All the pivotal moments now behind me, both good and bad, revolving around launching Lost Enough, and losing my mom around the same time, the question keeps coming up: What now?

Some nexts have tumbled or slid into place, like they do, with the general getting-on-with of life: going back to work, hauling our kid off to summer camps, getting all the things done that I had neglected (I'm looking at you, garden), reconnecting with friends, and trying not to panic in the face of the daily morning news.

Plus, of course, life didn't stop while I was ricocheting around inside my bubble, even if my blogging about it stopped more than once.

Books keep being published all around me and somehow showing up on my shelves (often roughly around the same time the cost of a book disappears from my wallet); Arc Poetry Magazine keeps getting submissions; and my own submissions to journals and anthologies keep coming back or, even, thankfully being accepted.

Some of the books to come my way recently include (but, oy, are definitely not limited to) Christine McNair's Charm, Daniel Zomparelli's Everything is Awful and You're a Terrible Person, and Jen Sookfong Lee's Gentlemen of the Shade: My Own Private Idaho, as well as a few by Tanya Huff, whom I have had the enormous pleasure of chatting with at the last couple of Limestone Genre Expos.



Aside from diving through this amazing stack of new books, though, most of my current what-nows feel like a wrapping-up rather than a starting, as I set up readings from Lost Enough for later this summer and in the fall across Canada (more on that once more details are confirmed, but I can already promise I'll be reading in Calgary and Edmonton in October!).

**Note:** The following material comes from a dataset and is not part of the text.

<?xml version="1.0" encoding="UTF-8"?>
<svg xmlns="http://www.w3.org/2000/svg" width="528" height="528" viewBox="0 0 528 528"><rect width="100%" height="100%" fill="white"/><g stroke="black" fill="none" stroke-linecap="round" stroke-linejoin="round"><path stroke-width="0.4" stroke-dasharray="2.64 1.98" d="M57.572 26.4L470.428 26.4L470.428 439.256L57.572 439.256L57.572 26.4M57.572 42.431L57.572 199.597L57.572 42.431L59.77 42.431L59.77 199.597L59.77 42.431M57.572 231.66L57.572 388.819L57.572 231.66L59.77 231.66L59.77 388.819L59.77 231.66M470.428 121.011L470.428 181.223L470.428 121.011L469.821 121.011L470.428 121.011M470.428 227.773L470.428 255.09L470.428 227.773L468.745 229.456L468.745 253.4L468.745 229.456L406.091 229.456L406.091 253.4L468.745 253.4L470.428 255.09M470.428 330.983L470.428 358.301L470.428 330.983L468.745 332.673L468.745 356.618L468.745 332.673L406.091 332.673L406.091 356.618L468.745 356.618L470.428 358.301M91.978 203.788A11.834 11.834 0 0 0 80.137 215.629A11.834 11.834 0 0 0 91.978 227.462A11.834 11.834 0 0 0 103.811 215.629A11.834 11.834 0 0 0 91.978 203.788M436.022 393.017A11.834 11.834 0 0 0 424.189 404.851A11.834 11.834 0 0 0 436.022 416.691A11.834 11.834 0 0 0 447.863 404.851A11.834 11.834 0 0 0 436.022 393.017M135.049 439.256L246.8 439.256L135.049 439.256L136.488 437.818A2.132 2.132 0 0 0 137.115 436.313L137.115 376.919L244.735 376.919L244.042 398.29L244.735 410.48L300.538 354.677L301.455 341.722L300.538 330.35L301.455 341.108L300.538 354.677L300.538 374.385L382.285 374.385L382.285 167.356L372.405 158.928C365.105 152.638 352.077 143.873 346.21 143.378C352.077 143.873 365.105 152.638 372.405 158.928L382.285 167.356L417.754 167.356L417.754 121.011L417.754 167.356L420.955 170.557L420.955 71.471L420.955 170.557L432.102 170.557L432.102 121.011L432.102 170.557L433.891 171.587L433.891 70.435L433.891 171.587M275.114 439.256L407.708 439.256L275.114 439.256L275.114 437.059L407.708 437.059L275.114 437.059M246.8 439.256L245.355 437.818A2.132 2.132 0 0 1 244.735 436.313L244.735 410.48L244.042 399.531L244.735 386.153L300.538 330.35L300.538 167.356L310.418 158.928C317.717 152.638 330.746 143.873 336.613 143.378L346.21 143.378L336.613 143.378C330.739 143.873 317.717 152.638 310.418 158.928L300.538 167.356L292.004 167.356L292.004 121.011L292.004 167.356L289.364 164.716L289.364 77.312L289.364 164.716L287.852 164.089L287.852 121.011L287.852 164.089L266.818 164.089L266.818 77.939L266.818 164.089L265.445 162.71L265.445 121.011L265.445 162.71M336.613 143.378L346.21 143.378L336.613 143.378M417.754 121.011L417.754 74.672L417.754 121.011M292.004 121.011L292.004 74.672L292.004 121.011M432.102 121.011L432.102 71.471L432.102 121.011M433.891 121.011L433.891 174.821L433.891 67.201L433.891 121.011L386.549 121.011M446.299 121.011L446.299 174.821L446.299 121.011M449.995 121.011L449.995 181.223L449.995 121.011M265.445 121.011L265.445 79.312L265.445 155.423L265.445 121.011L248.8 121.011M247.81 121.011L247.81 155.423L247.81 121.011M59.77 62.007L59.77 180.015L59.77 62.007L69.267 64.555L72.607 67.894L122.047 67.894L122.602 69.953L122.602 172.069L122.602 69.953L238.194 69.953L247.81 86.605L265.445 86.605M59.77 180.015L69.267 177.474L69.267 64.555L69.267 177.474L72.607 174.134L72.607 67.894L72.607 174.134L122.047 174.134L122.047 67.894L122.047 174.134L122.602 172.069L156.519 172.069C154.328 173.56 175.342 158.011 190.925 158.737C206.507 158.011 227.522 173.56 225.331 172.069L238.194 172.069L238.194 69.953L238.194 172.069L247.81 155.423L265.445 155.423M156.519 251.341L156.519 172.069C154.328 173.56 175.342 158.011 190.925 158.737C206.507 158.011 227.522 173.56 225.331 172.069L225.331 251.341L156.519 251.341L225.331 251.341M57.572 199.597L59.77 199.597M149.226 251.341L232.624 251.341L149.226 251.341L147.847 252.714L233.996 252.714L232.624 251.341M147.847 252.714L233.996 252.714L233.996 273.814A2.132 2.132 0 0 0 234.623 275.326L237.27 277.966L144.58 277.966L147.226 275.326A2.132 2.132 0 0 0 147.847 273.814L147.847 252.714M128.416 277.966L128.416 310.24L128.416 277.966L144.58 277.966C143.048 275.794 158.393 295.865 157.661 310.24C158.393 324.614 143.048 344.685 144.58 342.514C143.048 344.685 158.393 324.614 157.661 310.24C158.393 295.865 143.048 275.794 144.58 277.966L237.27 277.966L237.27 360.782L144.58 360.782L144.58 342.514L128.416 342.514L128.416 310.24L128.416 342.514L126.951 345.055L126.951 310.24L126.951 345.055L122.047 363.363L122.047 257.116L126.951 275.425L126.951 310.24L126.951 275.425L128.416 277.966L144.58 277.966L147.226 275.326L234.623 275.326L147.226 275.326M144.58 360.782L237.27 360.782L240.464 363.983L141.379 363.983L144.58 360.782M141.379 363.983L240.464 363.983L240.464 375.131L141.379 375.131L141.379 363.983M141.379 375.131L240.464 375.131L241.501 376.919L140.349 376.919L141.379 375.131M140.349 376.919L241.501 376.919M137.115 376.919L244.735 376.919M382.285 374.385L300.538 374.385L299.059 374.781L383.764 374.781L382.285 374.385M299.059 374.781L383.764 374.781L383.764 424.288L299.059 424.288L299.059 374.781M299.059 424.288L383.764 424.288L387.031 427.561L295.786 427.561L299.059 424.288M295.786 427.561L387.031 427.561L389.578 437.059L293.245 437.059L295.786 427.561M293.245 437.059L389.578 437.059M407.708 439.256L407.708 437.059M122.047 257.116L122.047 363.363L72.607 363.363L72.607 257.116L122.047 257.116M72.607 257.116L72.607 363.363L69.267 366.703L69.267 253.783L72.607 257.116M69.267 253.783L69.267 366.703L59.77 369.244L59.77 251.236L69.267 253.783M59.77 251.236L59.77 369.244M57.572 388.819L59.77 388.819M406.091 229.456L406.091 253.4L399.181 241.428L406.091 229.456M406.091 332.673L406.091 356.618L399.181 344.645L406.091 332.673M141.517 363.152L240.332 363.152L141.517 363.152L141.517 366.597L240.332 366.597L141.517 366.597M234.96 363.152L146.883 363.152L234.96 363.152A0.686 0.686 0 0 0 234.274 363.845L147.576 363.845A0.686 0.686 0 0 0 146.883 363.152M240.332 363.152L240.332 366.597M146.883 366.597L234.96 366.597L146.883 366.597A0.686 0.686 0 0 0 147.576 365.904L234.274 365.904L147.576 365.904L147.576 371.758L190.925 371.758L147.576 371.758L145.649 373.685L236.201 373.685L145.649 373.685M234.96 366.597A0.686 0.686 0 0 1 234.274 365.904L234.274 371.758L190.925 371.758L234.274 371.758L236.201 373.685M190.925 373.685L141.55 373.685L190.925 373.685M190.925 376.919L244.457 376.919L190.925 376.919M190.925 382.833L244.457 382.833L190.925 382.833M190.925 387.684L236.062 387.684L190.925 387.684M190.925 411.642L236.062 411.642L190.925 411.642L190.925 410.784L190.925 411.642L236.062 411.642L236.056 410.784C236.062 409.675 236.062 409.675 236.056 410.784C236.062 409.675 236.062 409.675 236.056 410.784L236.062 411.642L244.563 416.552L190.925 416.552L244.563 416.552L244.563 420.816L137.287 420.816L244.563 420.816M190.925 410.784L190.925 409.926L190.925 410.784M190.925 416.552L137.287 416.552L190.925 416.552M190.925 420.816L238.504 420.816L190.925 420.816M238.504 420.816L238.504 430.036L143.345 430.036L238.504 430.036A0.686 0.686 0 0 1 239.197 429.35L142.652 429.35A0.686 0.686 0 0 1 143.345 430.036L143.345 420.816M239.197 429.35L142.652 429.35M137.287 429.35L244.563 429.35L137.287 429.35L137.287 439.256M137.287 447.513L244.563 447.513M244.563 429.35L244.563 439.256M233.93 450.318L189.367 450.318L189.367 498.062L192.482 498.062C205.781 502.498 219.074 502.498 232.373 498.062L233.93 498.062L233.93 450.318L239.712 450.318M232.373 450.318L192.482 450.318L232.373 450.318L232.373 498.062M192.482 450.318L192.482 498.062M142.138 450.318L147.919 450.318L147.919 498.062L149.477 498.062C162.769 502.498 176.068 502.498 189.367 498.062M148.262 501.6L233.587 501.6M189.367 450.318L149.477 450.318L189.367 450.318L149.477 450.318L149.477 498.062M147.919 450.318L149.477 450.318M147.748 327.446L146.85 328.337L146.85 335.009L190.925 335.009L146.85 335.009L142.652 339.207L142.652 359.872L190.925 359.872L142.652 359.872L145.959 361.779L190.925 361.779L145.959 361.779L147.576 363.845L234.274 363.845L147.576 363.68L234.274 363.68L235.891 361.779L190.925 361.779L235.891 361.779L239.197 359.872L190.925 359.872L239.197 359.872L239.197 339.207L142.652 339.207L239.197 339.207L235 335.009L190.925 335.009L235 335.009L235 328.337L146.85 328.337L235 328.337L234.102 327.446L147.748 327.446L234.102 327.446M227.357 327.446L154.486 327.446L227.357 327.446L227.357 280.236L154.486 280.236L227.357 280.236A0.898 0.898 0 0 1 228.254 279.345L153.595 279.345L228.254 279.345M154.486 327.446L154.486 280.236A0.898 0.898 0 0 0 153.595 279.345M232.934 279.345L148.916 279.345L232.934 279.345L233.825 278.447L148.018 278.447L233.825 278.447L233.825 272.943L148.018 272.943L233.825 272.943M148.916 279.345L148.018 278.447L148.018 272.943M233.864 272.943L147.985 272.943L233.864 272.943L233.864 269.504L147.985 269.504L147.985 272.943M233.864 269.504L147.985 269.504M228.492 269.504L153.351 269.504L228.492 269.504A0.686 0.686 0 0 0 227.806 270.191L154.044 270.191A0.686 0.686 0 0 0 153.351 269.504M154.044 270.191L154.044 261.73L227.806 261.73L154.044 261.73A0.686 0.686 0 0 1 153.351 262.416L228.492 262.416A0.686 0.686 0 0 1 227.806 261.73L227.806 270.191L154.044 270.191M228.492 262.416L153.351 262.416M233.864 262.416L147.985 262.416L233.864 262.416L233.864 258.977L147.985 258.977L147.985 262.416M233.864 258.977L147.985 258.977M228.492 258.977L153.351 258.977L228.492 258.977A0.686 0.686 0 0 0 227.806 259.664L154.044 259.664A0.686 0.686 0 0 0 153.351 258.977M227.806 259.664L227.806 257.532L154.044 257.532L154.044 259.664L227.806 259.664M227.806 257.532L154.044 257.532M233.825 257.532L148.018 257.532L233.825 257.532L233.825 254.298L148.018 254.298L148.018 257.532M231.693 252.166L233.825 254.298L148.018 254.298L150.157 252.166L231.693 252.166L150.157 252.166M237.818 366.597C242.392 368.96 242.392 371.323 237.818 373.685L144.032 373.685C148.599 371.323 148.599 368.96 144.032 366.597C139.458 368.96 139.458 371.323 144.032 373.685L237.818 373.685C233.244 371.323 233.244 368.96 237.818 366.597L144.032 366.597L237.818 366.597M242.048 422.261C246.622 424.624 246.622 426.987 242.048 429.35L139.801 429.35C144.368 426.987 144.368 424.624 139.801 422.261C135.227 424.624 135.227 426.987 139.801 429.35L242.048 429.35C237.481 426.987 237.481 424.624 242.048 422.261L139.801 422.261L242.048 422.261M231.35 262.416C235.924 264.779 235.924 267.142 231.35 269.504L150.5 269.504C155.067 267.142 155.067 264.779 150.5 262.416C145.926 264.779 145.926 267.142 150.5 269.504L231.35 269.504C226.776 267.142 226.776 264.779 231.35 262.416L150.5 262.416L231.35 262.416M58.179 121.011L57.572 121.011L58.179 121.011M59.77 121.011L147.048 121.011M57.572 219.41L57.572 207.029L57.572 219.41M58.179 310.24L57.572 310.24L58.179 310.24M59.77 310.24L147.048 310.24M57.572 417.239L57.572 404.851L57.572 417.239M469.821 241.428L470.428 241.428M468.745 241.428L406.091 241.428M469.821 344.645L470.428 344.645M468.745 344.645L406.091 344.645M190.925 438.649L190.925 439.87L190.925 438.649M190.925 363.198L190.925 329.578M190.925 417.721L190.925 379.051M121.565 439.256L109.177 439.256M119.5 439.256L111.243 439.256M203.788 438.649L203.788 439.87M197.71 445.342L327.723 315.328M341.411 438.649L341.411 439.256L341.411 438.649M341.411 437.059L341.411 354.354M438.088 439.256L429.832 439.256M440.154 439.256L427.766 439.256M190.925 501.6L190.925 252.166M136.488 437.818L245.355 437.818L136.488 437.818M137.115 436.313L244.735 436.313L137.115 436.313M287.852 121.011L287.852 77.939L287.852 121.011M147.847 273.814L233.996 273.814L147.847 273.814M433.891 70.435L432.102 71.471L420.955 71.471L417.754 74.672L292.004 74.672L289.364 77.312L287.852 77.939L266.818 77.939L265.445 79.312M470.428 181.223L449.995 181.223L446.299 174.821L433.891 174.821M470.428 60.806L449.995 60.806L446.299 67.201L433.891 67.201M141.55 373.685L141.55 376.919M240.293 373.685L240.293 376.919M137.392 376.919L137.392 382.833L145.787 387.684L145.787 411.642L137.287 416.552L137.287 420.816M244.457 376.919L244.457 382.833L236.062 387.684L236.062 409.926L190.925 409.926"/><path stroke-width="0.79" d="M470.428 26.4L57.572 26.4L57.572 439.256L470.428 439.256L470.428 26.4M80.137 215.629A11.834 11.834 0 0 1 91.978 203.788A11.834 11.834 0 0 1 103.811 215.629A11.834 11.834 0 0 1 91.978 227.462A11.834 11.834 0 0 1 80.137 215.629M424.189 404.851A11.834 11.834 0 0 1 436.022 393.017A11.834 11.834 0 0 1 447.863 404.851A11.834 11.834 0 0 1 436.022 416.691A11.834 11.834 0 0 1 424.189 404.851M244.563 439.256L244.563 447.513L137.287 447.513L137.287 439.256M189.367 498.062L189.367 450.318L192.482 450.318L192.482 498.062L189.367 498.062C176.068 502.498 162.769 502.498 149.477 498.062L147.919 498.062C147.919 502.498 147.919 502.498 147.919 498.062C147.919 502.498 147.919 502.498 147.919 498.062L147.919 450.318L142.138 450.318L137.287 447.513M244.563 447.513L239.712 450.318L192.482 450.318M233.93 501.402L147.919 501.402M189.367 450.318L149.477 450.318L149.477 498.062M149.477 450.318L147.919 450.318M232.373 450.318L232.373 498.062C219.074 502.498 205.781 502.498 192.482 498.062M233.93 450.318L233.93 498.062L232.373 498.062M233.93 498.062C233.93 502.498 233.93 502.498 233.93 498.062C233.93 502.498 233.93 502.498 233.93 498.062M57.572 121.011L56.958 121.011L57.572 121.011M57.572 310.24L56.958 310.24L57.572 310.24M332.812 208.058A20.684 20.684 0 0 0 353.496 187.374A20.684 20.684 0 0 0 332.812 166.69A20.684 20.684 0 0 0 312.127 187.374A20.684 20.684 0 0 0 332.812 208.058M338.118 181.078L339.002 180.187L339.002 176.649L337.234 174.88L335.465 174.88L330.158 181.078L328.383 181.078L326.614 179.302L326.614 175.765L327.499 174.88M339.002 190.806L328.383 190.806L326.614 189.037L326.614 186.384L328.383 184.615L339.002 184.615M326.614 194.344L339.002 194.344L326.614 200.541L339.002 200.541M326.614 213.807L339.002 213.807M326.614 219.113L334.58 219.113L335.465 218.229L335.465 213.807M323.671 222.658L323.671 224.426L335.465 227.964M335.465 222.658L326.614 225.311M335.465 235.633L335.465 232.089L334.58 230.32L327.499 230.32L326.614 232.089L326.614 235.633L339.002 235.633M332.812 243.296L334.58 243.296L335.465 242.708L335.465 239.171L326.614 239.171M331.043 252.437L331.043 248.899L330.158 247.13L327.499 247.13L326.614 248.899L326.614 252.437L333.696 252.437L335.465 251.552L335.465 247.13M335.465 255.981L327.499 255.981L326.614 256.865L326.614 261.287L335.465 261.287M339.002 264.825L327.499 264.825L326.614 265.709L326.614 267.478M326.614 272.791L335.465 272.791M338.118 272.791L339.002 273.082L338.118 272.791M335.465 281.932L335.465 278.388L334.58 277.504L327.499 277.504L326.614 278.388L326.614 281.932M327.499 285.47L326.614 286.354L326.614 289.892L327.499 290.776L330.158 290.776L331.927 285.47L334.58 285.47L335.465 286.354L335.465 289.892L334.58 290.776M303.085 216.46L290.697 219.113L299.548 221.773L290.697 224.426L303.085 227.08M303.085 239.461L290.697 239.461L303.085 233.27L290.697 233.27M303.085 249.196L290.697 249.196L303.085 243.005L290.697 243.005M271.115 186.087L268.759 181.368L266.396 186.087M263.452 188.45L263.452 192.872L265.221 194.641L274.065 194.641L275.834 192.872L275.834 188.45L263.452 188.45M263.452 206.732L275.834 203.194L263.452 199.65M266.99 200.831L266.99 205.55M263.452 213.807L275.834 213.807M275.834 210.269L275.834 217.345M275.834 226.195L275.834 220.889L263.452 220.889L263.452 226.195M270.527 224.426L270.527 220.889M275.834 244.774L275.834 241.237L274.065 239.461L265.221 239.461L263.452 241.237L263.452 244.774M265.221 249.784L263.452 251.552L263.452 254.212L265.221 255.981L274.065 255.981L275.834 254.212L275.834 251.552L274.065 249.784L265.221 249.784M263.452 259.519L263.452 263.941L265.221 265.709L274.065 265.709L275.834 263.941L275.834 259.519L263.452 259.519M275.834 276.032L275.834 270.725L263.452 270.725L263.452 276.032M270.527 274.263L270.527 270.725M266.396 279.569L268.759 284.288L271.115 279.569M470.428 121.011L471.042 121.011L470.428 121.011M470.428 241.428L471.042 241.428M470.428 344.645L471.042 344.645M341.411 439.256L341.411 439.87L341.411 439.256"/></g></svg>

I'm also finishing up edits on an anthology of essays and poetry on motherhood in precarious times, due out next year from Demeter Press. Again, more details to come, but I am delighted with the collection, which I've been fortunate enough to co-edit with two fabulous and insightful U.S. professors, Dannielle Joy Davis and Barbara Schwartz-Bechet.

In addition to letting me read through amazing proposals, essays and poems from a diverse range of authors, the project has also brought me back in touch with MLA style, which, for an editor who has worked mostly in fiction, poetry, journalism and corporate text, is like running into, twenty years later, the narcissistic, fur-wearing exchange student you sat next to in Kinship Studies. Sure, you understand them better than you used to, but you still don't want to date them.

So, what is next after all the what next of finishing up old projects? I'm not actually sure. I have some things started. I have ideas. And, of course, I have a lot of weeds waiting for me in the garden out back.

But, I don't know what I'm going to tackle first. And that, surprising, feels more liberating to me right now than scary.